TASC proposed that around half or €15bn of the capital from the privatisation of the shares in the banks should be directly invested in Ireland’s infrastructure and skills over the coming years. This would be in addition to the €27bn proposed. This would bring average public investment up from a low 1.8 average to 2.8 % of GDP a year. Some like IBEC think it should be 4%.
In a serious policy error, it has been decided by the last and new government that the capital from the banks is be used to accelerate the repayment of the national debt.
The debt is being repaid anyway from taxation; interest rates are a very low; we get a return on such investment and we would get to use the assets.

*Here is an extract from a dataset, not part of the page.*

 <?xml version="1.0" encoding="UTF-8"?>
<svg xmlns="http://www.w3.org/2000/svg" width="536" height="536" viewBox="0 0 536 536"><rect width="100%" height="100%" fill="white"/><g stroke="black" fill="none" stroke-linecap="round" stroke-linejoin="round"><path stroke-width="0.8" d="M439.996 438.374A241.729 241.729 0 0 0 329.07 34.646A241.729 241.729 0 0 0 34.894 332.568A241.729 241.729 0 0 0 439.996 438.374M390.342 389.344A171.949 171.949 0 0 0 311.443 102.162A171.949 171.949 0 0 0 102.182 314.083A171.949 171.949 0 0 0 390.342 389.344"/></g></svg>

Housing is the Big Issue, not water charges
Housing is the big issue in Ireland. While housing does get priority, what is being promised will not resolve with the problem. As Nat O’Connor and Rory Hearne have shown in their comments on this Programme, much more needs to be done, never mind promised.
It is a long programme with some detail and if half of the promises were implemented, it would be good, though again that may depend on which half is delivered. The emphasis on social progress is welcome, but the big disappointment is the lack of ambition on public investment especially on direct state investment in housing - Ireland’s most pressing problem.
Paul Sweeney is Chair of TASC’s Economists’ Network.